You can abstract the time measuring mechanism and have each callable‘s run time measured with minimal extra code, just by being called through a timer structure. Plus, at compile time you can parametrize the timing type (milliseconds, nanoseconds etc).
Thanks to the review by Loki Astari and the suggestion to use variadic templates. This is why the forwarded function call.
#include <iostream>
#include <chrono>
template<typename TimeT = std::chrono::milliseconds>
struct measure
{
template<typename F, typename ...Args>
static typename TimeT::rep execution(F&& func, Args&&... args)
{
auto start = std::chrono::steady_clock::now();
std::forward<decltype(func)>(func)(std::forward<Args>(args)...);
auto duration = std::chrono::duration_cast< TimeT>
(std::chrono::steady_clock::now() - start);
return duration.count();
}
};
int main() {
std::cout << measure<>::execution(functor(dummy)) << std::endl;
}
Demo
According to the comment by Howard Hinnant it‘s best not to escape out of the chrono system until we have to. So the above class could give the user the choice to call count
manually by providing an extra static method (shown in C++14)
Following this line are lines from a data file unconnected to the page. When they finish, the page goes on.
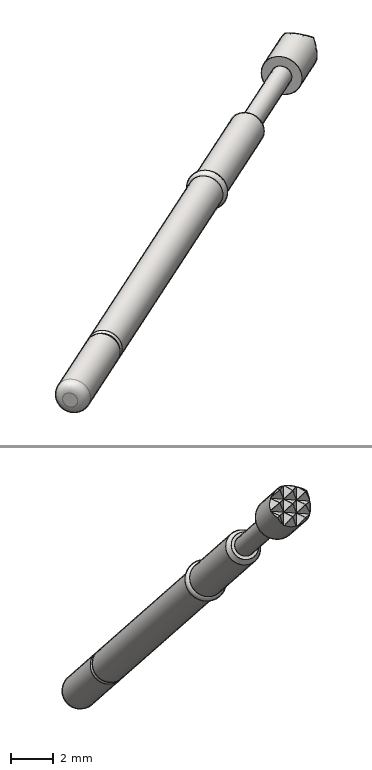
import cadquery as cq
import math

total_length = 37.3

head_diameter = 2.0
head_length = 2.95
shaft_diameter = 1.0
barrel_diameter = 1.7
barrel_length = 29.02

tail_fillet = 0.5
nose_length = 0.3
nose_diameter = 1.35

ring_start = 22.0
ring_end = 22.5
ring_diameter = head_diameter

groove_center = 5.5
groove_width = 0.35
groove_depth = 0.067

tips_per_side = 3
tip_height = 0.5
tip_pitch = 0.65

head_radius = head_diameter / 2
shaft_radius = shaft_diameter / 2
barrel_radius = barrel_diameter / 2
head_start = total_length - head_length


def turned_body():
    """Barrel, plunger shaft and head as one half profile turned about Y."""
    fillet_inset = tail_fillet * (1 - math.sqrt(0.5))
    groove_start = groove_center - groove_width / 2
    groove_end = groove_center + groove_width / 2
    ring_center = (ring_start + ring_end) / 2
    return (
        cq.Workplane("ZY")
        .lineTo(barrel_radius - tail_fillet, 0)
        .threePointArc((barrel_radius - fillet_inset, fillet_inset), (barrel_radius, tail_fillet))
        .lineTo(barrel_radius, groove_start)
        .lineTo(barrel_radius - groove_depth, groove_center)
        .lineTo(barrel_radius, groove_end)
        .lineTo(barrel_radius, ring_start)
        .threePointArc((ring_diameter / 2, ring_center), (barrel_radius, ring_end))
        .lineTo(barrel_radius, barrel_length - nose_length)
        .lineTo(nose_diameter / 2, barrel_length)
        .lineTo(shaft_radius, barrel_length)
        .lineTo(shaft_radius, head_start)
        .lineTo(head_radius, head_start)
        .lineTo(head_radius, total_length)
        .lineTo(0, total_length)
        .close()
        .revolve(360, (0, 0, 0), (0, 1, 0))
    )


def tip_grooves():
    """Cutter along Z with a sawtooth underside that leaves one ridge per row of tips."""
    valley_y = total_length - tip_height
    cutter_top = total_length + tip_height
    outline = cq.Workplane("XY").moveTo(-head_radius, cutter_top).lineTo(-head_radius, valley_y)
    for row in range(tips_per_side):
        ridge_x = (row - (tips_per_side - 1) / 2) * tip_pitch
        is_last_row = row == tips_per_side - 1
        valley_x = head_radius if is_last_row else ridge_x + tip_pitch / 2
        outline = outline.lineTo(ridge_x, total_length).lineTo(valley_x, valley_y)
    outline = outline.lineTo(head_radius, cutter_top).close()
    return outline.extrude(head_radius, both=True)


grooves_along_z = tip_grooves()
grooves_along_x = grooves_along_z.rotate((0, 0, 0), (0, 1, 0), 90)
result = turned_body().cut(grooves_along_z).cut(grooves_along_x)

template<typename F, typename ...Args>
static auto duration(F&& func, Args&&... args)
{
auto start = std::chrono::steady_clock::now();
std::forward<decltype(func)>(func)(std::forward<Args>(args)...);
return std::chrono::duration_cast<TimeT>(std::chrono::steady_clock::now()-start);
}
// call .count() manually later when needed (eg IO)
auto avg = (measure<>::duration(func) + measure<>::duration(func)) / 2.0;
and be most useful for clients that
"want to post-process a bunch of durations prior to I/O (e.g. average)"
The complete code can be found here. My attempt to build a benchmarking tool based on chrono is recorded here.
If C++17‘s std::invoke
is available, the invocation of the callable in execution
could be done like this :
invoke(forward<decltype(func)>(func), forward<Args>(args)...);
to provide for callables that are pointers to member functions.